══ RECORDS

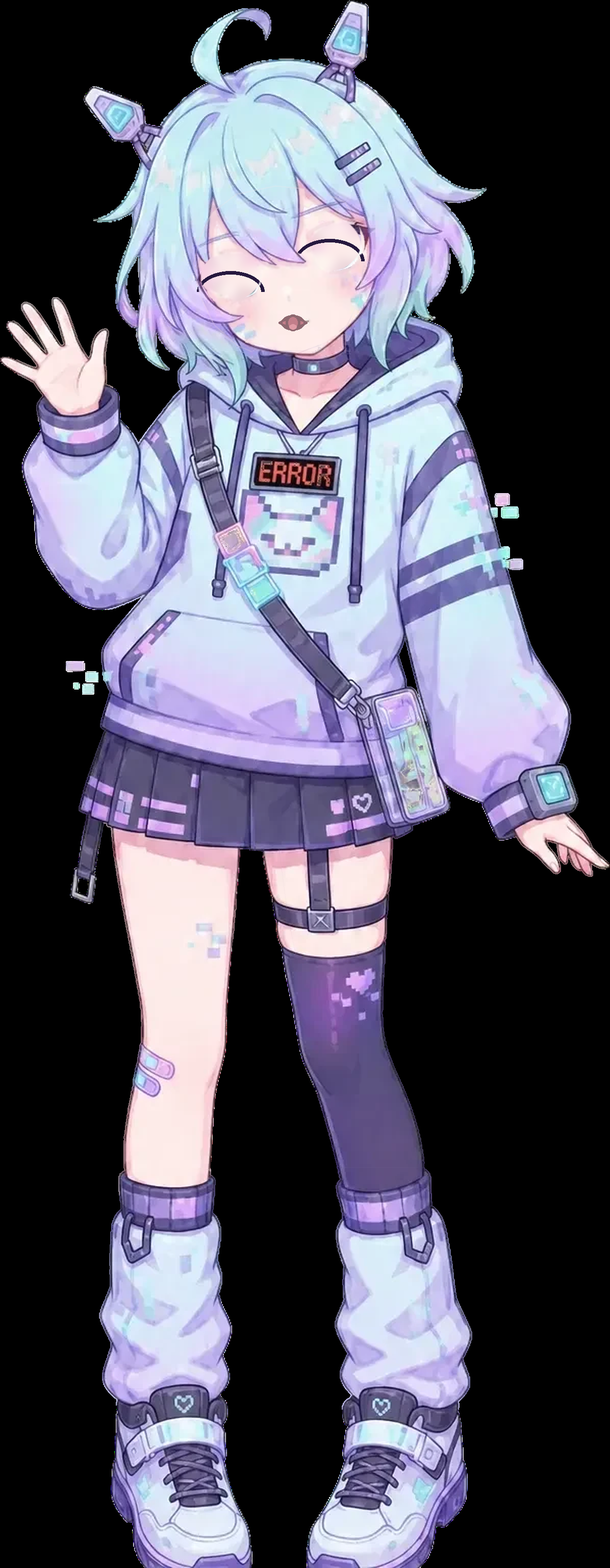
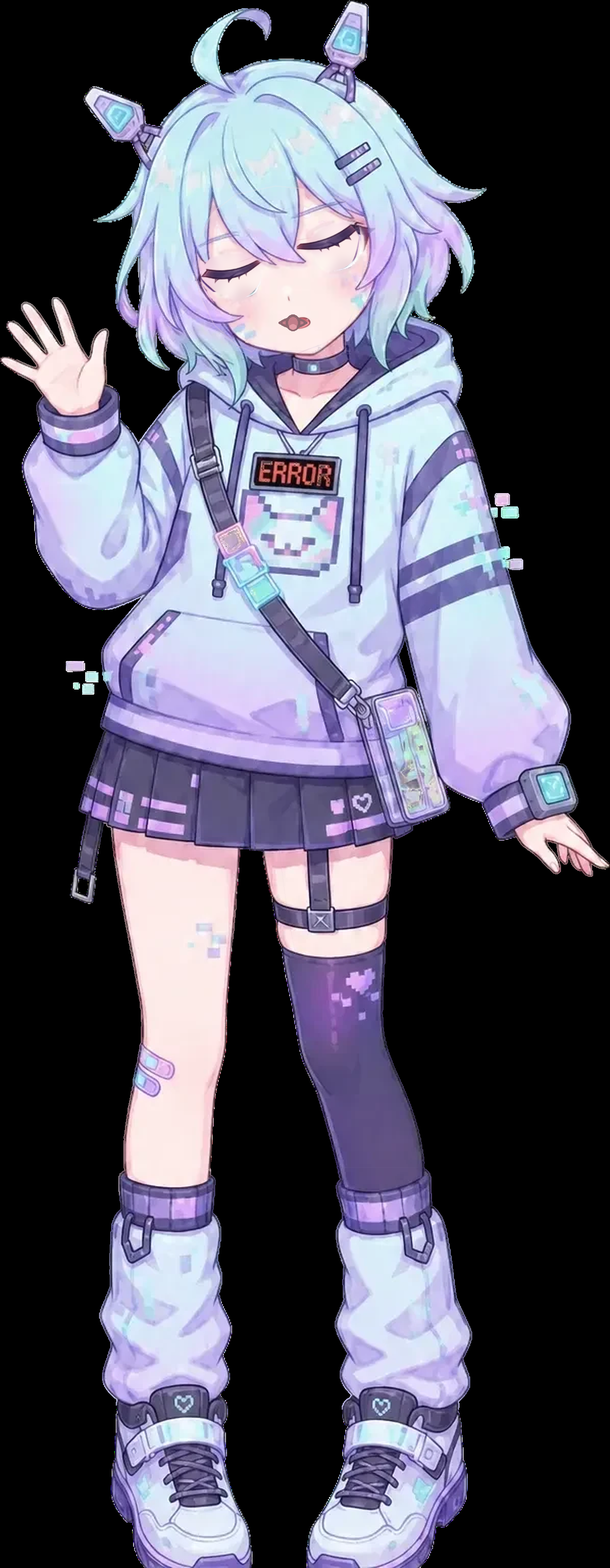
Before/after of a (610, 1568) layered artwork. What changed in the layer stack:
painted on "42_mouth_A" over [282, 295, 312, 331]
painted on "23_lid_L" over [296, 223, 369, 265]
painted on "22_lid_R" over [193, 256, 265, 292]
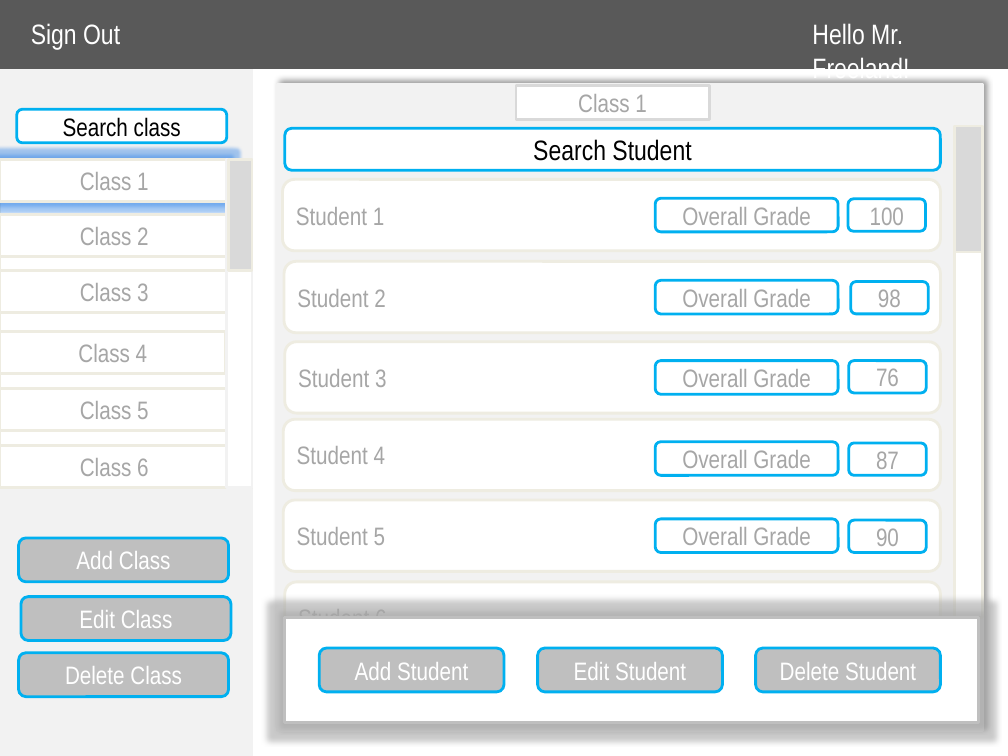
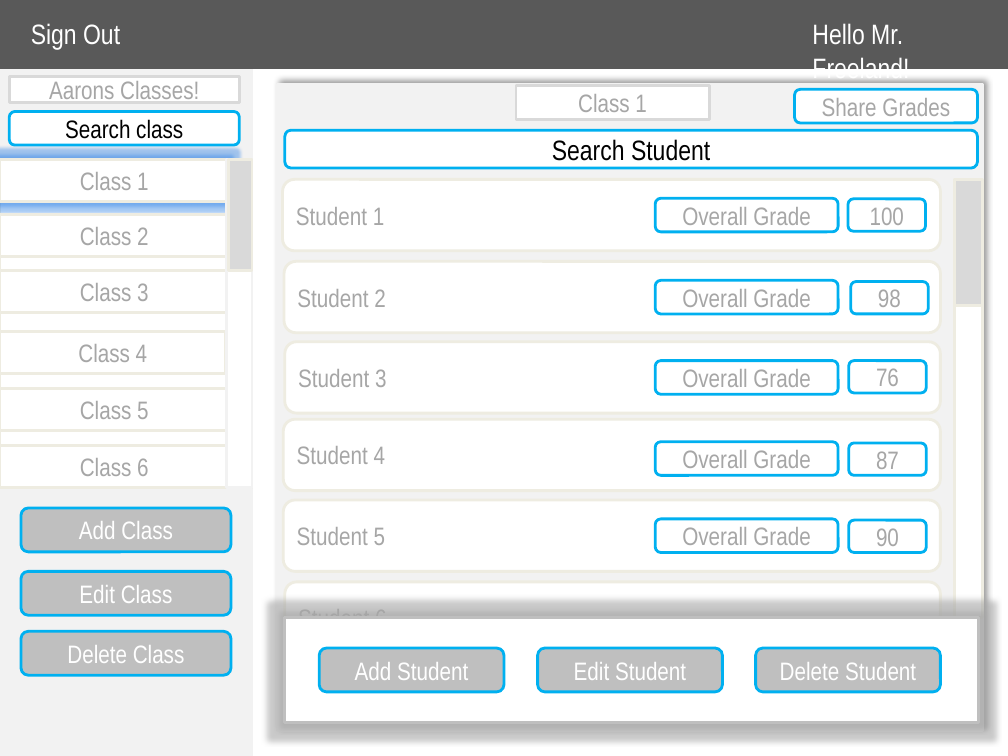
Before and after one commit to WVUP/Spring-2015, a slide deck: slide 1 of Assignments/Gradebook App PowerPont/Shane Hinzman/gradebook app.pptx. Drawn at 1008x756 pixels with LibreOffice and Linux fonts; fonts in the diff are those of the drawing. Boxes give left, top, right and bottom in pixels: in the first picture for what was removed or moved away, otherwise in the second. Text is boxed around its words. In the diff, an @@ line names an element or a change of style, - is before the commit and + after.

```diff
--- a/Assignments/Gradebook App PowerPont/Shane Hinzman/gradebook app.pptx
+++ b/Assignments/Gradebook App PowerPont/Shane Hinzman/gradebook app.pptx
@@ rectangle added at [9, 77, 239, 103], fill #FFFFFF, outline #D9D9D9 2 pt, 18 pt, text #A6A6A6 @@
+Aarons Classes!
@@ rounded rectangle "Search class": place and size @@
-rounded rectangle "Search class" at [17, 109, 227, 142]
+rounded rectangle "Search class" at [9, 112, 239, 145]
@@ rounded rectangle added at [794, 90, 977, 123], fill #FFFFFF, outline #00B0F0 2 pt, 18 pt, text #A6A6A6 @@
+Share Grades
@@ rounded rectangle "Search Student": place and size @@
-rounded rectangle "Search Student" at [285, 128, 940, 170]
+rounded rectangle "Search Student" at [285, 130, 978, 168]
@@ rectangle: place and size @@
-rectangle at [955, 128, 983, 617]
+rectangle at [955, 179, 983, 618]
@@ rectangle: place and size @@
-rectangle at [955, 126, 983, 252]
+rectangle at [955, 179, 983, 305]
@@ rounded rectangle "Add Class": place and size @@
-rounded rectangle "Add Class" at [18, 538, 228, 583]
+rounded rectangle "Add Class" at [21, 508, 231, 552]
@@ rounded rectangle "Edit Class": place and size @@
-rounded rectangle "Edit Class" at [21, 597, 231, 641]
+rounded rectangle "Edit Class" at [21, 572, 231, 616]
@@ rounded rectangle "Delete Class": place and size @@
-rounded rectangle "Delete Class" at [18, 653, 228, 698]
+rounded rectangle "Delete Class" at [21, 631, 231, 675]
```
Also in this commit, not shown: 1 other slide changed.
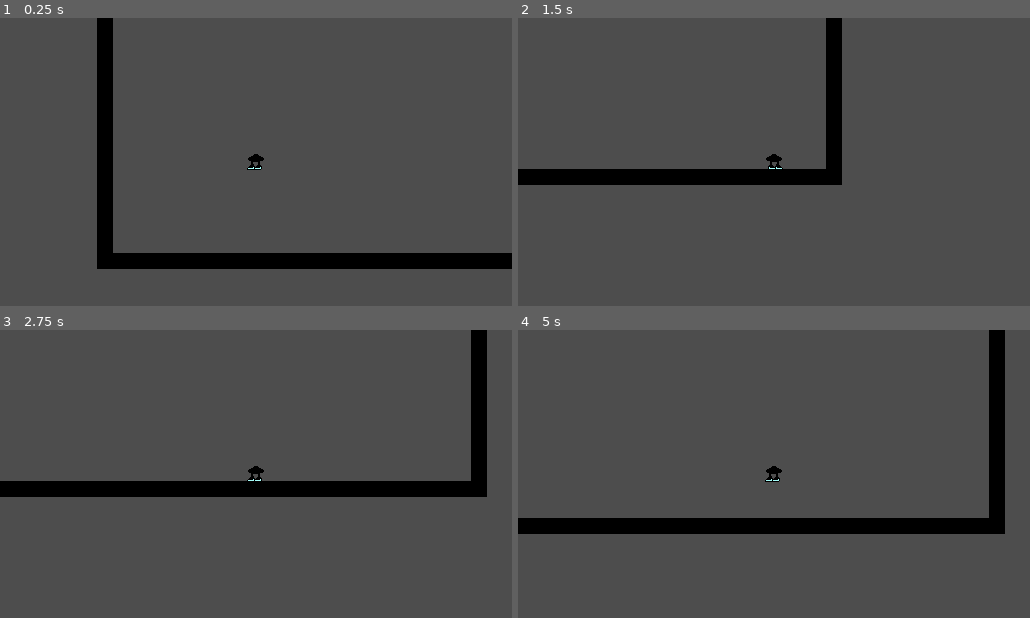
Above: before the commit, frames 1-4 (two rows, left to right).
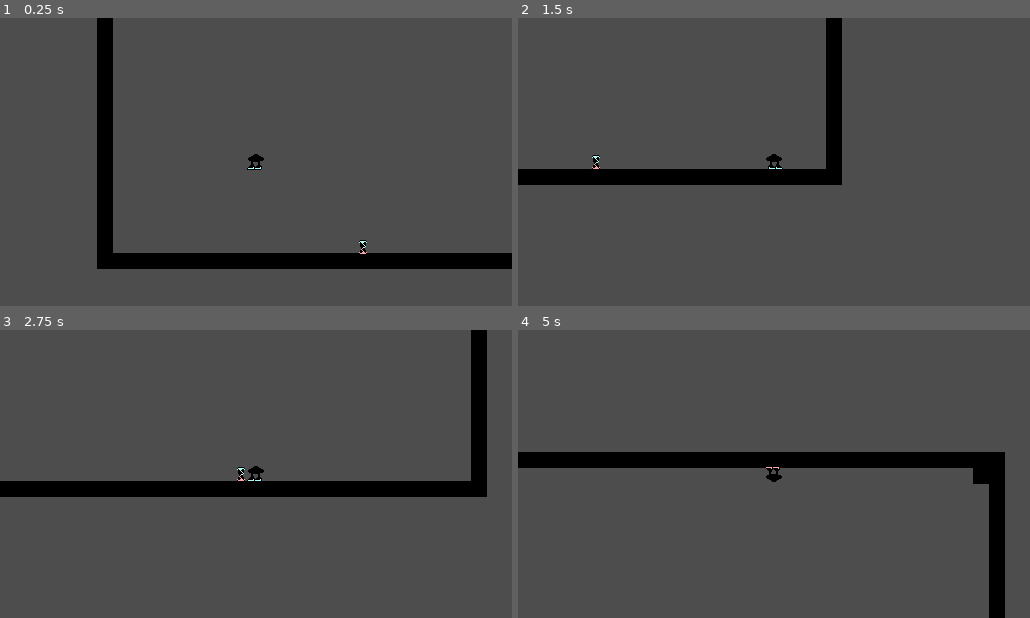
Above: after the commit, the same moments.

Repository: OliveADay/InvertedParadox
Game: Godot game, scene res://world.tscn
The game is run twice, just before and just after one commit, with the same random seed, the same clock (stepped at 60 frames per second) and the same inputs. The project has no main scene, so this scene is started directly.
Inputs:
- Up to frame 1 (0.25 s): no input
- Up to frame 2 (1.5 s): hold Right (move_right) from 0.53 s (still down); tap Up (shift_up) at 0.77 s
- Up to frame 3 (2.75 s): tap Up (shift_up) at 1.52 s; release Right (move_right) at 2.03 s; hold Left (move_left) from 2.03 s (still down)
- Up to frame 4 (5 s): release Left (move_left) at 2.78 s; hold Right (move_right) 2.78-4.28 s; tap Up (shift_up) at 3.02, 3.77, 4.52 s; hold Left (move_left) from 4.28 s (still down)

The runs differ from the first frame. In frame 1, less than 0.1% of the frame differs, in the area x 70-72%, y 77-82%; in frame 2, less than 0.1%; in frame 3, less than 0.1%; in frame 4, 13%, in the area x 0-96%, y 0-100%.

Commit message:
s
make sure to make grav disapear and make sound later

Diff:
--- /dev/null
+++ b/GravityShifter.tscn
@@ -0,0 +1,17 @@
+[gd_scene load_steps=3 format=3 uid="uid://4gcexk25tvak"]
+
+[ext_resource type="Texture2D" uid="uid://6dm3tbhpfqkt" path="res://gravShifter.png" id="1_imif4"]
+
+[sub_resource type="RectangleShape2D" id="RectangleShape2D_l0yjf"]
+size = Vector2(4, 13)
+
+[node name="GravityShifter" type="RigidBody2D"]
+collision_layer = 2
+
+[node name="CollisionShape2D" type="CollisionShape2D" parent="."]
+position = Vector2(0, 0.5)
+shape = SubResource("RectangleShape2D_l0yjf")
+
+[node name="Sprite2D" type="Sprite2D" parent="."]
+texture_filter = 1
+texture = ExtResource("1_imif4")
--- a/L1.tscn
+++ b/L1.tscn
@@ -1,7 +1,8 @@
-[gd_scene load_steps=5 format=3 uid="uid://dxal3i478h4gh"]
+[gd_scene load_steps=6 format=3 uid="uid://dxal3i478h4gh"]
 
 [ext_resource type="Texture2D" uid="uid://c7bjxu80n8ts5" path="res://tilemap_placeholder.png" id="1_x7dy6"]
 [ext_resource type="PackedScene" uid="uid://blk2nkrvb0m0d" path="res://Player.tscn" id="2_lgyva"]
+[ext_resource type="PackedScene" uid="uid://4gcexk25tvak" path="res://GravityShifter.tscn" id="3_7vnss"]
 
 [sub_resource type="TileSetAtlasSource" id="TileSetAtlasSource_f48ry"]
 texture = ExtResource("1_x7dy6")
@@ -12,7 +13,7 @@
 
 [sub_resource type="TileSet" id="TileSet_nbany"]
 physics_layer_0/collision_layer = 1
-physics_layer_0/collision_mask = 129
+physics_layer_0/collision_mask = 131
 sources/0 = SubResource("TileSetAtlasSource_f48ry")
 
 [node name="L1" type="Node2D"]
@@ -24,3 +25,6 @@
 
 [node name="Player" parent="." instance=ExtResource("2_lgyva")]
 position = Vector2(143, 148)
+
+[node name="GravityShifter" parent="." instance=ExtResource("3_7vnss")]
+position = Vector2(250, 249)
Not shown, added: gravShifter.png.import

════

TO DO
In your copy of the entries above, keep the text exact and leave out the pictures.

RESPONSE BELOW
Before/after of a (610, 1568) layered artwork. What changed in the layer stack:
painted on "42_mouth_A" over [282, 295, 312, 331]
painted on "23_lid_L" over [296, 223, 369, 265]
painted on "22_lid_R" over [193, 256, 265, 292]
Before and after one commit to WVUP/Spring-2015, a slide deck: slide 1 of Assignments/Gradebook App PowerPont/Shane Hinzman/gradebook app.pptx. Drawn at 1008x756 pixels with LibreOffice and Linux fonts; fonts in the diff are those of the drawing. Boxes give left, top, right and bottom in pixels: in the first picture for what was removed or moved away, otherwise in the second. Text is boxed around its words. In the diff, an @@ line names an element or a change of style, - is before the commit and + after.

```diff
--- a/Assignments/Gradebook App PowerPont/Shane Hinzman/gradebook app.pptx
+++ b/Assignments/Gradebook App PowerPont/Shane Hinzman/gradebook app.pptx
@@ rectangle added at [9, 77, 239, 103], fill #FFFFFF, outline #D9D9D9 2 pt, 18 pt, text #A6A6A6 @@
+Aarons Classes!
@@ rounded rectangle "Search class": place and size @@
-rounded rectangle "Search class" at [17, 109, 227, 142]
+rounded rectangle "Search class" at [9, 112, 239, 145]
@@ rounded rectangle added at [794, 90, 977, 123], fill #FFFFFF, outline #00B0F0 2 pt, 18 pt, text #A6A6A6 @@
+Share Grades
@@ rounded rectangle "Search Student": place and size @@
-rounded rectangle "Search Student" at [285, 128, 940, 170]
+rounded rectangle "Search Student" at [285, 130, 978, 168]
@@ rectangle: place and size @@
-rectangle at [955, 128, 983, 617]
+rectangle at [955, 179, 983, 618]
@@ rectangle: place and size @@
-rectangle at [955, 126, 983, 252]
+rectangle at [955, 179, 983, 305]
@@ rounded rectangle "Add Class": place and size @@
-rounded rectangle "Add Class" at [18, 538, 228, 583]
+rounded rectangle "Add Class" at [21, 508, 231, 552]
@@ rounded rectangle "Edit Class": place and size @@
-rounded rectangle "Edit Class" at [21, 597, 231, 641]
+rounded rectangle "Edit Class" at [21, 572, 231, 616]
@@ rounded rectangle "Delete Class": place and size @@
-rounded rectangle "Delete Class" at [18, 653, 228, 698]
+rounded rectangle "Delete Class" at [21, 631, 231, 675]
```
Also in this commit, not shown: 1 other slide changed.
Above: before the commit, frames 1-4 (two rows, left to right).
Above: after the commit, the same moments.

Repository: OliveADay/InvertedParadox
Game: Godot game, scene res://world.tscn
The game is run twice, just before and just after one commit, with the same random seed, the same clock (stepped at 60 frames per second) and the same inputs. The project has no main scene, so this scene is started directly.
Inputs:
- Up to frame 1 (0.25 s): no input
- Up to frame 2 (1.5 s): hold Right (move_right) from 0.53 s (still down); tap Up (shift_up) at 0.77 s
- Up to frame 3 (2.75 s): tap Up (shift_up) at 1.52 s; release Right (move_right) at 2.03 s; hold Left (move_left) from 2.03 s (still down)
- Up to frame 4 (5 s): release Left (move_left) at 2.78 s; hold Right (move_right) 2.78-4.28 s; tap Up (shift_up) at 3.02, 3.77, 4.52 s; hold Left (move_left) from 4.28 s (still down)

The runs differ from the first frame. In frame 1, less than 0.1% of the frame differs, in the area x 70-72%, y 77-82%; in frame 2, less than 0.1%; in frame 3, less than 0.1%; in frame 4, 13%, in the area x 0-96%, y 0-100%.

Commit message:
s
make sure to make grav disapear and make sound later

Diff:
--- /dev/null
+++ b/GravityShifter.tscn
@@ -0,0 +1,17 @@
+[gd_scene load_steps=3 format=3 uid="uid://4gcexk25tvak"]
+
+[ext_resource type="Texture2D" uid="uid://6dm3tbhpfqkt" path="res://gravShifter.png" id="1_imif4"]
+
+[sub_resource type="RectangleShape2D" id="RectangleShape2D_l0yjf"]
+size = Vector2(4, 13)
+
+[node name="GravityShifter" type="RigidBody2D"]
+collision_layer = 2
+
+[node name="CollisionShape2D" type="CollisionShape2D" parent="."]
+position = Vector2(0, 0.5)
+shape = SubResource("RectangleShape2D_l0yjf")
+
+[node name="Sprite2D" type="Sprite2D" parent="."]
+texture_filter = 1
+texture = ExtResource("1_imif4")
--- a/L1.tscn
+++ b/L1.tscn
@@ -1,7 +1,8 @@
-[gd_scene load_steps=5 format=3 uid="uid://dxal3i478h4gh"]
+[gd_scene load_steps=6 format=3 uid="uid://dxal3i478h4gh"]
 
 [ext_resource type="Texture2D" uid="uid://c7bjxu80n8ts5" path="res://tilemap_placeholder.png" id="1_x7dy6"]
 [ext_resource type="PackedScene" uid="uid://blk2nkrvb0m0d" path="res://Player.tscn" id="2_lgyva"]
+[ext_resource type="PackedScene" uid="uid://4gcexk25tvak" path="res://GravityShifter.tscn" id="3_7vnss"]
 
 [sub_resource type="TileSetAtlasSource" id="TileSetAtlasSource_f48ry"]
 texture = ExtResource("1_x7dy6")
@@ -12,7 +13,7 @@
 
 [sub_resource type="TileSet" id="TileSet_nbany"]
 physics_layer_0/collision_layer = 1
-physics_layer_0/collision_mask = 129
+physics_layer_0/collision_mask = 131
 sources/0 = SubResource("TileSetAtlasSource_f48ry")
 
 [node name="L1" type="Node2D"]
@@ -24,3 +25,6 @@
 
 [node name="Player" parent="." instance=ExtResource("2_lgyva")]
 position = Vector2(143, 148)
+
+[node name="GravityShifter" parent="." instance=ExtResource("3_7vnss")]
+position = Vector2(250, 249)
Not shown, added: gravShifter.png.import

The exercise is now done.